Activity:
Within the records, find every line that includes the word "taller" and copy it.

Items listed in a dataset:
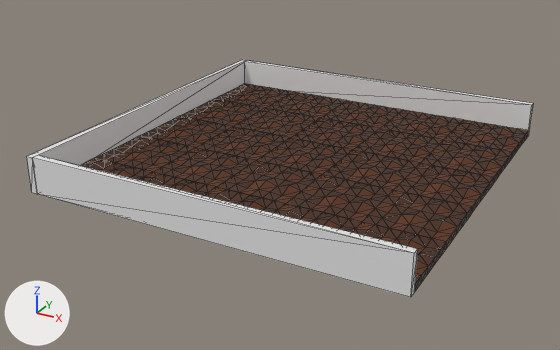
The COLLADA model assets/models/level/Harvest_Room.dae as it was, and as the next commit left it.
Rendered twice from a camera (50 mm lens) standing at (9.05, -17.94, 8.29) and looking at (-0.47, -0.64, -0.36). The lights are fixed; the arrows at lower left show +X, +Y and +Z. Mesh edges are drawn as thin lines. Where no turn or scale is listed for an object, it has been applied to the vertices.

In view in the first picture: 'dirt10', 'dirt13', 'dirt14', 'dirt15', 'dirt16', 'dirt17', 'dirt18', 'dirt19', 'dirt20', 'wall1', 'wall2', 'wall3'.
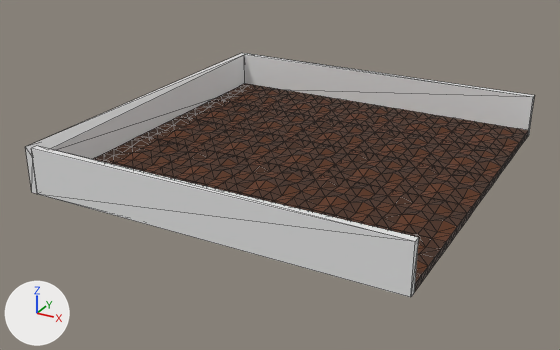
Commit message: harvest room walls level with living room

Where the change shows, as pixel boxes (x1, y1, x2, y2) in the pictures (560 x 350 px; the box of a moved part takes in the faces that stretch with it):
'wall2', mesh rescaled (6% taller): before (32, 155, 418, 297); after (31, 146, 419, 297)
'wall1', mesh rescaled (8% taller): before (245, 60, 533, 135); after (244, 54, 535, 135)
part 1 of me_cube_003, moved or reshaped: before (27, 60, 247, 170); after (25, 53, 246, 170)
'dirt24', unchanged, covered by the edit: before (275, 204, 361, 232); after (285, 204, 361, 223)
'dirt23', unchanged, covered by the edit: before (204, 187, 286, 213); after (215, 187, 286, 205)

The edits, one by one:
me_cube_003 has 8 vertices, 12 faces and spans x -0.1..0.1, y -5.19..5.19, z -0.5..0.5.
me_cube_003 is used by ob_wall3; location (-5.11, 0.0, 0.4).
Verts and faces of me_cube_003; kept vertices keep their numbers, new ones are numbered from 8.
Before the commit, vertices of me_cube_003: 1 (-0.1, 5.19, 0.5) at pixel (242, 59), 2 (0.1, 5.19, -0.5), 3 (0.1, 5.19, 0.5) at pixel (247, 60), 5 (-0.1, -5.19, 0.5) at pixel (26, 156), 6 (0.1, -5.19, -0.5) at pixel (37, 194).
Before the commit, vertices of me_cube_003: 7 (0.1, -5.19, 0.5) at pixel (32, 157).
Part 1, on me_cube_003:
Faces deleted: (2, 3, 6), (3, 7, 6).
Vertices 1, 3, 5 move by (0.0, 0.0, 0.25).
New faces: (2, 7, 6), (2, 3, 7).
me_cube_002 has 8 vertices, 12 faces and spans x -5.0..5.0, y -0.1..0.1, z -0.5..0.5.
me_cube_002 is used by ob_wall2; location (-0.01, -5.1, 0.4).
me_cube_002 part 2: the whole mesh is scaled about its middle by (1, 1, 1.25), then moved by (0.0, 0.0, 0.12).
me_cube_001 has 8 vertices, 12 faces and spans x -5.0..5.0, y -0.1..0.1, z -0.5..0.5.
me_cube_001 is used by ob_wall1; location (-0.01, 5.1, 0.4).
me_cube_001 part 3: the whole mesh is scaled about its middle by (1, 1, 1.25), then moved by (0.0, 0.0, 0.12).

Written solution:
'wall2', mesh rescaled (6% taller): before (32, 155, 418, 297); after (31, 146, 419, 297)
'wall1', mesh rescaled (8% taller): before (245, 60, 533, 135); after (244, 54, 535, 135)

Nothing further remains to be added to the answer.